Quando si prospettò la necessità di delineare un nuovo percorso di formazione degli insegnanti, la scelta della commissione da me coordinata fu di distinguere nettamente tra il problema della formazione – proiettato nel futuro – e quello del reclutamento, intriso di un passato che, per i troppi errori commessi, richiede inevitabili compromessi. A un simile approccio di buon senso doveva accompagnarsi la soluzione di assegnare i posti a cattedra disponibili per metà ai giovani che uscivano dal nuovo percorso del Tfa (Tirocinio formativo attivo) e delle lauree magistrali per l’insegnamento, e per l’altra metà a sanare il precariato con verifiche di merito. Era una linea di compromesso che contemperava due esigenze: il riconoscimento di diritti pregressi, purché fossero basati su meriti effettivi; e l’apertura di uno spazio ai giovani insegnanti, fra cui gli abilitati nella formazione primaria. Non è giusto mortificare chi ha lavorato seriamente e ha tenuto in piedi la baracca della scuola malgrado gli errori di politici e sindacati; ma una scuola che non immetta forze nuove è destinata a morire. Occorreva ragionevolezza, chiamare tutti a qualche sacrificio, senza che i sacrifici fossero da una parte sola. Invece, le lauree magistrali sono state affossate e il progetto del Tfa è stato snaturato e mortificato. È apparso evidente lo scarsissimo interesse per l’immissione di giovani leve e la volontà di introdurre varianti e deroghe che, rispondendo a problematiche di reclutamento pregresse, hanno creato disparità tra gruppi di candidati. Inoltre – e questo è l’aspetto più grave – lo spirito “leggero” e decentrato del progetto è stato eliminato rimettendo al centro il solito dirigismo accentratore del ministero. È una propensione assai poco liberale che si è vista ripetutamente all’opera in più occasioni e che costituisce il vero problema del sistema italiano dell’istruzione.
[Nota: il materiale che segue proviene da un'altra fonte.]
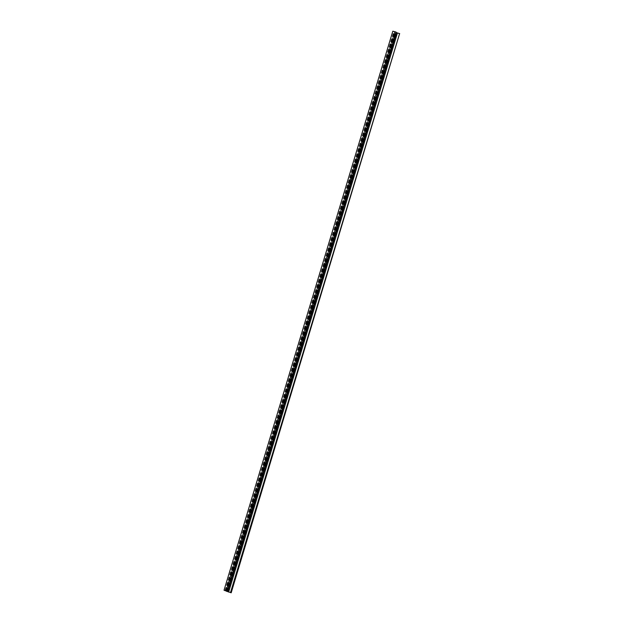 <?xml version="1.0" encoding="UTF-8"?>
<svg xmlns="http://www.w3.org/2000/svg" width="624" height="624" viewBox="0 0 624 624"><rect width="100%" height="100%" fill="white"/><g stroke="black" fill="none" stroke-linecap="round" stroke-linejoin="round"><path stroke-width="0.47" stroke-dasharray="3.12 2.34" d="M399.968 33.743L392.816 31.2M227.456 591.825L396.248 32.768M396.388 32.206L394.243 31.785L396.279 32.565M228.298 592.012L397.09 32.955M227.534 591.661L396.318 32.604M227.331 591.607L396.084 32.698M226.528 591.396L395.312 32.347M224.999 590.538L393.752 31.629M225.748 590.054L225.849 590.764L226.262 590.288L226.481 588.518L225.748 590.054L226.184 590.85L226.598 590.374L226.816 588.604L226.075 590.14M226.59 587.254L226.691 587.964L227.105 587.496L227.323 585.718L226.59 587.254L227.027 588.058L227.76 586.521L227.659 585.811L226.925 587.34M227.432 584.462L227.542 585.172L227.955 584.696L228.166 582.925L227.432 584.462L227.869 585.257L228.602 583.721L228.501 583.011L227.768 584.548M228.275 581.669L228.384 582.379L228.797 581.903L229.016 580.133L228.275 581.669L228.712 582.465L229.453 580.928L229.343 580.219L228.61 581.755M229.125 578.869L229.226 579.579L229.64 579.111L229.858 577.333L229.125 578.869L229.562 579.665L230.295 578.136L230.186 577.426L229.453 578.955M229.967 576.077L230.069 576.787L230.482 576.311L230.701 574.54L229.967 576.077L230.404 576.872L230.818 576.397L231.036 574.626L230.295 576.163M230.81 573.277L230.911 573.994L231.325 573.518L231.543 571.748L230.81 573.277L231.247 574.08L231.66 573.604L231.878 571.834L231.145 573.37M231.652 570.484L231.761 571.194L232.175 570.726L232.385 568.948L231.652 570.484L232.089 571.28L232.822 569.751L232.721 569.033L231.988 570.57M232.495 567.692L232.604 568.402L233.017 567.926L233.236 566.155L232.495 567.692L232.931 568.487L233.672 566.951L233.563 566.241L232.83 567.778M233.345 564.892L233.446 565.601L233.86 565.133L234.078 563.363L233.345 564.892L233.782 565.695L234.195 565.219L234.406 563.449L233.672 564.985M234.187 562.099L234.289 562.809L234.702 562.333L234.92 560.563L234.187 562.099L234.624 562.895L235.037 562.427L235.256 560.648L234.515 562.185M235.03 559.307L235.131 560.017L235.544 559.541L235.763 557.77L235.03 559.307L235.466 560.102L236.2 558.566L236.098 557.856L235.365 559.393M235.872 556.507L235.981 557.216L236.395 556.748L236.605 554.97L235.872 556.507L236.309 557.31L237.042 555.773L236.941 555.064L236.207 556.592M236.714 553.714L236.824 554.424L237.237 553.948L237.455 552.178L236.714 553.714L237.151 554.51L237.892 552.973L237.783 552.263L237.05 553.8M237.565 550.922L237.666 551.632L238.079 551.156L238.298 549.385L237.565 550.922L237.994 551.717L238.735 550.181L238.625 549.471L237.892 551.008M238.407 548.122L238.508 548.831L238.922 548.363L239.14 546.585L238.407 548.122L238.844 548.917L239.257 548.449L239.476 546.671L238.735 548.207M239.249 545.329L239.351 546.039L239.764 545.563L239.983 543.793L239.249 545.329L239.686 546.125L240.419 544.588L240.318 543.878L239.585 545.415M240.092 542.529L240.201 543.247L240.614 542.771L240.825 541L240.092 542.529L240.529 543.332L240.942 542.857L241.16 541.086L240.427 542.623M240.934 539.737L241.043 540.446L241.457 539.978L241.675 538.2L240.934 539.737L241.371 540.532L242.104 539.003L242.003 538.286L241.27 539.822M241.784 536.944L241.886 537.654L242.299 537.178L242.518 535.408L241.784 536.944L242.213 537.74L242.954 536.203L242.845 535.493L242.112 537.03M242.627 534.144L242.728 534.854L243.142 534.386L243.36 532.615L242.627 534.144L243.064 534.947L243.477 534.472L243.695 532.701L242.954 534.23M243.469 531.352L243.571 532.061L243.984 531.586L244.202 529.815L243.469 531.352L243.906 532.147L244.319 531.679L244.538 529.901L243.797 531.437M244.312 528.559L244.421 529.269L244.834 528.793L245.045 527.023L244.312 528.559L244.748 529.355L245.482 527.818L245.38 527.108L244.647 528.645M245.154 525.759L245.263 526.469L245.677 526.001L245.895 524.222L245.154 525.759L245.591 526.562L246.324 525.026L246.223 524.316L245.489 525.845M246.004 522.967L246.106 523.676L246.519 523.201L246.737 521.43L246.004 522.967L246.433 523.762L247.174 522.226L247.065 521.516L246.332 523.052M246.847 520.174L246.948 520.884L247.361 520.408L247.58 518.638L246.847 520.174L247.283 520.97L248.017 519.433L247.907 518.723L247.174 520.26M247.689 517.374L247.79 518.084L248.204 517.616L248.422 515.837L247.689 517.374L248.126 518.17L248.539 517.702L248.758 515.923L248.017 517.46M248.531 514.582L248.641 515.291L249.054 514.816L249.265 513.045L248.531 514.582L248.968 515.377L249.701 513.841L249.6 513.131L248.867 514.667M249.374 511.781L249.483 512.499L249.896 512.023L250.115 510.253L249.374 511.781L249.811 512.585L250.224 512.109L250.442 510.338L249.709 511.875M250.224 508.989L250.325 509.699L250.739 509.231L250.957 507.452L250.224 508.989L250.653 509.785L251.394 508.248L251.285 507.538L250.552 509.075M251.066 506.197L251.168 506.906L251.581 506.431L251.8 504.66L251.066 506.197L251.503 506.992L252.236 505.456L252.127 504.746L251.394 506.282M251.909 503.396L252.01 504.106L252.424 503.638L252.642 501.868L251.909 503.396L252.346 504.2L252.759 503.724L252.977 501.953L252.236 503.482M252.751 500.604L252.853 501.314L253.274 500.838L253.484 499.067L252.751 500.604L253.188 501.4L253.921 499.863L253.82 499.153L253.087 500.69M253.594 497.812L253.703 498.521L254.116 498.046L254.335 496.275L253.594 497.812L254.03 498.607L254.764 497.071L254.662 496.361L253.929 497.897M254.444 495.011L254.545 495.721L254.959 495.253L255.177 493.475L254.444 495.011L254.873 495.815L255.614 494.278L255.505 493.568L254.771 495.097M255.286 492.219L255.388 492.929L255.801 492.453L256.019 490.682L255.286 492.219L255.723 493.015L256.456 491.478L256.347 490.768L255.614 492.305M256.129 489.427L256.23 490.136L256.643 489.661L256.862 487.89L256.129 489.427L256.565 490.222L256.979 489.746L257.197 487.976L256.456 489.512M256.971 486.626L257.072 487.336L257.494 486.868L257.704 485.09L256.971 486.626L257.408 487.422L258.141 485.893L258.04 485.176L257.306 486.712M257.813 483.834L257.923 484.544L258.336 484.068L258.554 482.297L257.813 483.834L258.25 484.63L258.983 483.093L258.882 482.383L258.149 483.92M258.664 481.034L258.765 481.751L259.178 481.276L259.397 479.505L258.664 481.034L259.093 481.837L259.514 481.361L259.724 479.591L258.991 481.127M259.506 478.241L259.607 478.951L260.021 478.483L260.239 476.705L259.506 478.241L259.943 479.037L260.676 477.5L260.567 476.791L259.834 478.327M260.348 475.449L260.45 476.159L260.863 475.683L261.082 473.912L260.348 475.449L260.785 476.245L261.199 475.769L261.417 473.998L260.676 475.535M261.191 472.649L261.292 473.359L261.713 472.891L261.924 471.12L261.191 472.649L261.628 473.452L262.361 471.916L262.259 471.206L261.526 472.735M262.033 469.856L262.142 470.566L262.556 470.09L262.774 468.32L262.033 469.856L262.47 470.652L263.203 469.115L263.102 468.406L262.369 469.942M262.876 467.064L262.985 467.774L263.398 467.298L263.617 465.527L262.876 467.064L263.312 467.86L264.053 466.323L263.944 465.613L263.211 467.15M263.726 464.264L263.827 464.974L264.241 464.506L264.459 462.727L263.726 464.264L264.163 465.059L264.896 463.531L264.787 462.821L264.053 464.35M264.568 461.471L264.67 462.181L265.083 461.705L265.301 459.935L264.568 461.471L265.005 462.267L265.418 461.791L265.637 460.021L264.896 461.557M265.411 458.679L265.512 459.389L265.933 458.913L266.144 457.142L265.411 458.679L265.847 459.475L266.581 457.938L266.479 457.228L265.746 458.765M266.253 455.879L266.362 456.589L266.776 456.121L266.986 454.342L266.253 455.879L266.69 456.674L267.103 456.206L267.322 454.428L266.588 455.965M267.095 453.086L267.205 453.796L267.618 453.32L267.836 451.55L267.095 453.086L267.532 453.882L268.273 452.345L268.164 451.636L267.431 453.172M267.946 450.286L268.047 451.004L268.46 450.528L268.679 448.757L267.946 450.286L268.382 451.09L268.796 450.614L269.006 448.843L268.273 450.38M268.788 447.494L268.889 448.204L269.303 447.736L269.521 445.957L268.788 447.494L269.225 448.289L269.638 447.821L269.857 446.043L269.116 447.58M269.63 444.701L269.732 445.411L270.153 444.935L270.364 443.165L269.63 444.701L270.067 445.497L270.8 443.96L270.699 443.251L269.966 444.787M270.473 441.901L270.582 442.611L270.995 442.143L271.206 440.365L270.473 441.901L270.91 442.705L271.643 441.168L271.541 440.458L270.808 441.987M271.315 439.109L271.424 439.819L271.838 439.343L272.056 437.572L271.315 439.109L271.752 439.904L272.493 438.368L272.384 437.658L271.651 439.195M272.165 436.316L272.267 437.026L272.68 436.55L272.899 434.78L272.165 436.316L272.602 437.112L273.335 435.575L273.226 434.866L272.493 436.402M273.008 433.516L273.109 434.226L273.523 433.758L273.741 431.98L273.008 433.516L273.445 434.312L274.178 432.783L274.076 432.073L273.335 433.602M273.85 430.724L273.952 431.434L274.373 430.958L274.583 429.187L273.85 430.724L274.287 431.519L275.02 429.983L274.919 429.273L274.186 430.81M274.693 427.924L274.802 428.641L275.215 428.165L275.426 426.395L274.693 427.924L275.129 428.727L275.543 428.251L275.761 426.481L275.028 428.017M275.535 425.131L275.644 425.841L276.058 425.373L276.276 423.595L275.535 425.131L275.972 425.927L276.713 424.398L276.604 423.68L275.87 425.217M276.385 422.339L276.487 423.049L276.9 422.573L277.118 420.802L276.385 422.339L276.822 423.134L277.555 421.598L277.446 420.888L276.713 422.425M277.228 419.539L277.329 420.256L277.742 419.78L277.961 418.01L277.228 419.539L277.664 420.342L278.078 419.866L278.296 418.096L277.555 419.632M278.07 416.746L278.171 417.456L278.585 416.98L278.803 415.21L278.07 416.746L278.507 417.542L278.92 417.074L279.139 415.295L278.405 416.832M278.912 413.954L279.022 414.664L279.435 414.188L279.646 412.417L278.912 413.954L279.349 414.749L280.082 413.213L279.981 412.503L279.248 414.04M279.755 411.154L279.864 411.863L280.277 411.395L280.496 409.617L279.755 411.154L280.192 411.957L280.933 410.42L280.823 409.711L280.09 411.239M280.605 408.361L280.706 409.071L281.12 408.595L281.338 406.825L280.605 408.361L281.042 409.157L281.455 408.689L281.666 406.91L280.933 408.447M281.447 405.569L281.549 406.279L281.962 405.803L282.181 404.032L281.447 405.569L281.884 406.364L282.298 405.889L282.516 404.118L281.775 405.655M282.29 402.769L282.391 403.478L282.805 403.01L283.023 401.232L282.29 402.769L282.727 403.564L283.46 402.035L283.358 401.326L282.625 402.854M283.132 399.976L283.241 400.686L283.655 400.21L283.865 398.44L283.132 399.976L283.569 400.772L284.302 399.235L284.201 398.525L283.468 400.062M283.975 397.176L284.084 397.894L284.497 397.418L284.716 395.647L283.975 397.176L284.411 397.979L284.825 397.504L285.043 395.733L284.31 397.27M284.825 394.384L284.926 395.093L285.34 394.625L285.558 392.847L284.825 394.384L285.262 395.179L285.995 393.65L285.886 392.933L285.152 394.469M285.667 391.591L285.769 392.301L286.182 391.825L286.4 390.055L285.667 391.591L286.104 392.387L286.517 391.911L286.736 390.14L285.995 391.677M286.51 388.791L286.611 389.501L287.024 389.033L287.243 387.262L286.51 388.791L286.946 389.594L287.36 389.119L287.578 387.348L286.845 388.885M287.352 385.999L287.461 386.708L287.875 386.233L288.085 384.462L287.352 385.999L287.789 386.794L288.522 385.258L288.421 384.548L287.687 386.084M288.194 383.206L288.304 383.916L288.717 383.44L288.935 381.67L288.194 383.206L288.631 384.002L289.372 382.465L289.263 381.755L288.53 383.292M289.045 380.406L289.146 381.116L289.559 380.648L289.778 378.869L289.045 380.406L289.474 381.209L290.215 379.673L290.105 378.963L289.372 380.492M289.887 377.614L289.988 378.323L290.402 377.848L290.62 376.077L289.887 377.614L290.324 378.409L290.737 377.941L290.956 376.163L290.215 377.699M290.729 374.821L290.831 375.531L291.244 375.055L291.463 373.285L290.729 374.821L291.166 375.617L291.899 374.08L291.798 373.37L291.065 374.907M291.572 372.021L291.681 372.731L292.094 372.263L292.305 370.484L291.572 372.021L292.009 372.817L292.742 371.288L292.64 370.578L291.907 372.107M292.414 369.229L292.523 369.938L292.937 369.463L293.155 367.692L292.414 369.229L292.851 370.024L293.584 368.488L293.483 367.778L292.75 369.314M293.264 366.428L293.366 367.146L293.779 366.67L293.998 364.9L293.264 366.428L293.693 367.232L294.115 366.756L294.325 364.985L293.592 366.522M294.107 363.636L294.208 364.346L294.622 363.878L294.84 362.099L294.107 363.636L294.544 364.432L294.957 363.964L295.175 362.185L294.434 363.722M294.949 360.844L295.051 361.553L295.464 361.078L295.682 359.307L294.949 360.844L295.386 361.639L296.119 360.103L296.018 359.393L295.285 360.929M295.792 358.043L295.901 358.753L296.314 358.285L296.525 356.515L295.792 358.043L296.228 358.847L296.642 358.371L296.86 356.6L296.127 358.137M296.634 355.251L296.743 355.961L297.157 355.485L297.375 353.714L296.634 355.251L297.071 356.047L297.804 354.51L297.703 353.8L296.969 355.337M297.484 352.459L297.586 353.168L297.999 352.693L298.217 350.922L297.484 352.459L297.913 353.254L298.654 351.718L298.545 351.008L297.812 352.544M298.327 349.658L298.428 350.368L298.841 349.9L299.06 348.122L298.327 349.658L298.763 350.462L299.497 348.925L299.395 348.215L298.654 349.744M299.169 346.866L299.27 347.576L299.684 347.1L299.902 345.329L299.169 346.866L299.606 347.662L300.019 347.194L300.238 345.415L299.497 346.952M300.011 344.074L300.121 344.783L300.534 344.308L300.745 342.537L300.011 344.074L300.448 344.869L301.181 343.333L301.08 342.623L300.347 344.159M300.854 341.273L300.963 341.983L301.376 341.515L301.595 339.737L300.854 341.273L301.291 342.069L302.024 340.54L301.922 339.823L301.189 341.359M301.704 338.481L301.805 339.191L302.219 338.715L302.437 336.944L301.704 338.481L302.133 339.277L302.554 338.801L302.765 337.03L302.032 338.567M302.546 335.681L302.648 336.398L303.061 335.923L303.28 334.152L302.546 335.681L302.983 336.484L303.397 336.008L303.607 334.238L302.874 335.774M303.389 332.888L303.49 333.598L303.904 333.13L304.122 331.352L303.389 332.888L303.826 333.684L304.239 333.216L304.457 331.438L303.716 332.974M304.231 330.096L304.333 330.806L304.754 330.33L304.964 328.559L304.231 330.096L304.668 330.892L305.081 330.416L305.3 328.645L304.567 330.182M305.074 327.296L305.183 328.006L305.596 327.538L305.815 325.767L305.074 327.296L305.51 328.099L306.244 326.563L306.142 325.853L305.409 327.382M305.924 324.503L306.025 325.213L306.439 324.737L306.657 322.967L305.924 324.503L306.353 325.299L307.094 323.762L306.985 323.053L306.251 324.589M306.766 321.711L306.868 322.421L307.281 321.945L307.499 320.174L306.766 321.711L307.203 322.507L307.616 322.031L307.827 320.26L307.094 321.797M307.609 318.911L307.71 319.621L308.123 319.153L308.342 317.374L307.609 318.911L308.045 319.714L308.779 318.178L308.677 317.468L307.936 318.997M308.451 316.118L308.552 316.828L308.974 316.352L309.184 314.582L308.451 316.118L308.888 316.914L309.621 315.377L309.52 314.668L308.786 316.204M309.293 313.326L309.403 314.036L309.816 313.56L310.034 311.789L309.293 313.326L309.73 314.122L310.463 312.585L310.362 311.875L309.629 313.412M310.144 310.526L310.245 311.236L310.658 310.768L310.877 308.989L310.144 310.526L310.573 311.321L311.314 309.793L311.204 309.075L310.471 310.612M310.986 307.733L311.087 308.443L311.501 307.967L311.719 306.197L310.986 307.733L311.423 308.529L312.156 306.992L312.047 306.283L311.314 307.819M311.828 304.933L311.93 305.651L312.343 305.175L312.562 303.404L311.828 304.933L312.265 305.737L312.679 305.261L312.897 303.49L312.156 305.027M312.671 302.141L312.772 302.851L313.193 302.383L313.404 300.604L312.671 302.141L313.108 302.936L313.841 301.4L313.739 300.69L313.006 302.227M313.513 299.348L313.622 300.058L314.036 299.582L314.254 297.812L313.513 299.348L313.95 300.144L314.683 298.607L314.582 297.898L313.849 299.434M314.356 296.548L314.465 297.258L314.878 296.79L315.097 295.019L314.356 296.548L314.792 297.352L315.533 295.815L315.424 295.105L314.691 296.634M315.206 293.756L315.307 294.466L315.721 293.99L315.939 292.219L315.206 293.756L315.643 294.551L316.056 294.083L316.267 292.305L315.533 293.842M316.048 290.963L316.15 291.673L316.563 291.197L316.781 289.427L316.048 290.963L316.485 291.759L316.898 291.283L317.117 289.513L316.376 291.049M316.891 288.163L316.992 288.873L317.413 288.405L317.624 286.627L316.891 288.163L317.327 288.959L318.061 287.43L317.959 286.72L317.226 288.249M317.733 285.371L317.842 286.081L318.256 285.605L318.466 283.834L317.733 285.371L318.17 286.166L318.583 285.691L318.802 283.92L318.068 285.457M318.575 282.578L318.685 283.288L319.098 282.812L319.316 281.042L318.575 282.578L319.012 283.374L319.753 281.837L319.644 281.128L318.911 282.664M319.426 279.778L319.527 280.488L319.94 280.02L320.159 278.242L319.426 279.778L319.862 280.574L320.276 280.106L320.486 278.327L319.753 279.864M320.268 276.986L320.369 277.696L320.783 277.22L321.001 275.449L320.268 276.986L320.705 277.781L321.118 277.306L321.337 275.535L320.596 277.072M321.11 274.186L321.212 274.903L321.633 274.427L321.844 272.657L321.11 274.186L321.547 274.989L321.961 274.513L322.179 272.743L321.446 274.279M321.953 271.393L322.062 272.103L322.475 271.635L322.686 269.857L321.953 271.393L322.39 272.189L322.803 271.721L323.021 269.942L322.288 271.479M322.795 268.601L322.904 269.311L323.318 268.835L323.536 267.064L322.795 268.601L323.232 269.396L323.973 267.86L323.864 267.15L323.131 268.687M323.645 265.801L323.747 266.51L324.16 266.042L324.379 264.264L323.645 265.801L324.082 266.604L324.815 265.067L324.706 264.358L323.973 265.886M324.488 263.008L324.589 263.718L325.003 263.242L325.221 261.472L324.488 263.008L324.925 263.804L325.338 263.336L325.556 261.557L324.815 263.094M325.33 260.216L325.432 260.926L325.853 260.45L326.063 258.679L325.33 260.216L325.767 261.011L326.5 259.475L326.399 258.765L325.666 260.302M326.173 257.416L326.282 258.125L326.695 257.657L326.906 255.879L326.173 257.416L326.609 258.211L327.343 256.682L327.241 255.973L326.508 257.501M327.015 254.623L327.124 255.333L327.538 254.857L327.756 253.087L327.015 254.623L327.452 255.419L328.193 253.882L328.084 253.172L327.35 254.709M327.865 251.831L327.967 252.541L328.38 252.065L328.598 250.294L327.865 251.831L328.302 252.626L329.035 251.09L328.926 250.38L328.193 251.917M328.708 249.031L328.809 249.74L329.222 249.272L329.441 247.494L328.708 249.031L329.144 249.826L329.558 249.358L329.776 247.58L329.035 249.116M329.55 246.238L329.651 246.948L330.065 246.472L330.283 244.702L329.55 246.238L329.987 247.034L330.4 246.558L330.619 244.787L329.885 246.324M330.392 243.438L330.502 244.156L330.915 243.68L331.126 241.909L330.392 243.438L330.829 244.241L331.243 243.766L331.461 241.995L330.728 243.532M331.235 240.646L331.344 241.355L331.757 240.887L331.976 239.109L331.235 240.646L331.672 241.441L332.413 239.905L332.303 239.195L331.57 240.731M332.085 237.853L332.186 238.563L332.6 238.087L332.818 236.317L332.085 237.853L332.522 238.649L332.935 238.173L333.146 236.402L332.413 237.939M332.927 235.053L333.029 235.763L333.442 235.295L333.661 233.516L332.927 235.053L333.364 235.856L334.097 234.32L333.996 233.61L333.255 235.139M333.77 232.261L333.871 232.97L334.285 232.495L334.503 230.724L333.77 232.261L334.207 233.056L334.94 231.52L334.838 230.81L334.105 232.346M334.612 229.468L334.721 230.178L335.135 229.702L335.345 227.932L334.612 229.468L335.049 230.264L335.462 229.788L335.681 228.017L334.948 229.554M335.455 226.668L335.564 227.378L335.977 226.91L336.196 225.131L335.455 226.668L335.891 227.464L336.632 225.935L336.523 225.225L335.79 226.754M336.305 223.876L336.406 224.585L336.82 224.11L337.038 222.339L336.305 223.876L336.742 224.671L337.475 223.135L337.366 222.425L336.632 223.961M337.147 221.075L337.249 221.793L337.662 221.317L337.88 219.547L337.147 221.075L337.584 221.879L337.997 221.403L338.216 219.632L337.475 221.169M337.99 218.283L338.091 218.993L338.504 218.525L338.723 216.746L337.99 218.283L338.426 219.079L339.16 217.55L339.058 216.832L338.325 218.369M338.832 215.491L338.941 216.2L339.355 215.725L339.565 213.954L338.832 215.491L339.269 216.286L340.002 214.75L339.901 214.04L339.167 215.576M339.674 212.69L339.784 213.408L340.197 212.932L340.415 211.162L339.674 212.69L340.111 213.494L340.525 213.018L340.743 211.247L340.01 212.784M340.525 209.898L340.626 210.608L341.039 210.132L341.258 208.361L340.525 209.898L340.954 210.694L341.695 209.157L341.585 208.447L340.852 209.984M341.367 207.106L341.468 207.815L341.882 207.34L342.1 205.569L341.367 207.106L341.804 207.901L342.217 207.425L342.436 205.655L341.695 207.191M342.209 204.305L342.311 205.015L342.724 204.547L342.943 202.769L342.209 204.305L342.646 205.109L343.379 203.572L343.278 202.862L342.545 204.391M343.052 201.513L343.161 202.223L343.574 201.747L343.785 199.976L343.052 201.513L343.489 202.309L344.222 200.772L344.12 200.062L343.387 201.599M343.894 198.721L344.003 199.43L344.417 198.955L344.635 197.184L343.894 198.721L344.331 199.516L345.064 197.98L344.963 197.27L344.23 198.806M344.744 195.92L344.846 196.63L345.259 196.162L345.478 194.384L344.744 195.92L345.173 196.716L345.914 195.187L345.805 194.477L345.072 196.006M345.587 193.128L345.688 193.838L346.102 193.362L346.32 191.591L345.587 193.128L346.024 193.924L346.437 193.448L346.655 191.677L345.914 193.214M346.429 190.328L346.531 191.045L346.944 190.57L347.162 188.799L346.429 190.328L346.866 191.131L347.279 190.655L347.498 188.885L346.765 190.421M347.272 187.535L347.381 188.245L347.794 187.777L348.005 185.999L347.272 187.535L347.708 188.331L348.442 186.802L348.34 186.085L347.607 187.621M348.114 184.743L348.223 185.453L348.637 184.977L348.855 183.206L348.114 184.743L348.551 185.539L349.284 184.002L349.183 183.292L348.449 184.829M348.964 181.943L349.066 182.653L349.479 182.185L349.697 180.414L348.964 181.943L349.393 182.746L349.814 182.27L350.025 180.5L349.292 182.036M349.807 179.15L349.908 179.86L350.321 179.384L350.54 177.614L349.807 179.15L350.243 179.946L350.657 179.478L350.875 177.7L350.134 179.236M350.649 176.358L350.75 177.068L351.164 176.592L351.382 174.821L350.649 176.358L351.086 177.154L351.499 176.678L351.718 174.907L350.977 176.444M351.491 173.558L351.601 174.268L352.014 173.8L352.225 172.021L351.491 173.558L351.928 174.361L352.661 172.825L352.56 172.115L351.827 173.644M352.334 170.765L352.443 171.475L352.856 170.999L353.075 169.229L352.334 170.765L352.771 171.561L353.504 170.024L353.402 169.315L352.669 170.851M353.184 167.973L353.285 168.683L353.699 168.207L353.917 166.436L353.184 167.973L353.613 168.769L354.354 167.232L354.245 166.522L353.512 168.059M354.026 165.173L354.128 165.883L354.541 165.415L354.76 163.636L354.026 165.173L354.463 165.968L355.196 164.44L355.087 163.722L354.354 165.259M354.869 162.38L354.97 163.09L355.384 162.614L355.602 160.844L354.869 162.38L355.306 163.176L355.719 162.7L355.937 160.93L355.196 162.466M355.711 159.58L355.82 160.298L356.234 159.822L356.444 158.051L355.711 159.58L356.148 160.384L356.561 159.908L356.78 158.137L356.047 159.674M356.554 156.788L356.663 157.498L357.076 157.03L357.295 155.251L356.554 156.788L356.99 157.583L357.724 156.055L357.622 155.337L356.889 156.874M357.404 153.995L357.505 154.705L357.919 154.229L358.137 152.459L357.404 153.995L357.833 154.791L358.574 153.254L358.465 152.545L357.731 154.081M358.246 151.195L358.348 151.905L358.761 151.437L358.979 149.666L358.246 151.195L358.683 151.999L359.096 151.523L359.307 149.752L358.574 151.289M359.089 148.403L359.19 149.113L359.603 148.637L359.822 146.866L359.089 148.403L359.525 149.198L359.939 148.73L360.157 146.952L359.416 148.489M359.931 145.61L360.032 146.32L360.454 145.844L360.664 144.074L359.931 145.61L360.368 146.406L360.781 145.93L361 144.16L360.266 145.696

Il problema della formazione e del reclutamento degli insegnanti nella scuola italiana è talmente complicato da richiedere una poderosa miscela di competenze e di buon senso. Pertanto, non può essere sciolto né con colpi di testa né affidandosi a una burocrazia che crede che gli insegnanti vadano scelti tra chi sa che cos’è un “carter” o un “top level domain”, che coltiva una visione dirigista e “amministrativa” poco interessata agli insegnanti e alla loro formazione e che pensa di poter risolvere tutto dall’alto con la tecnologia, a suon di lavagne interattive multimediali, di tablet e di editoria digitale.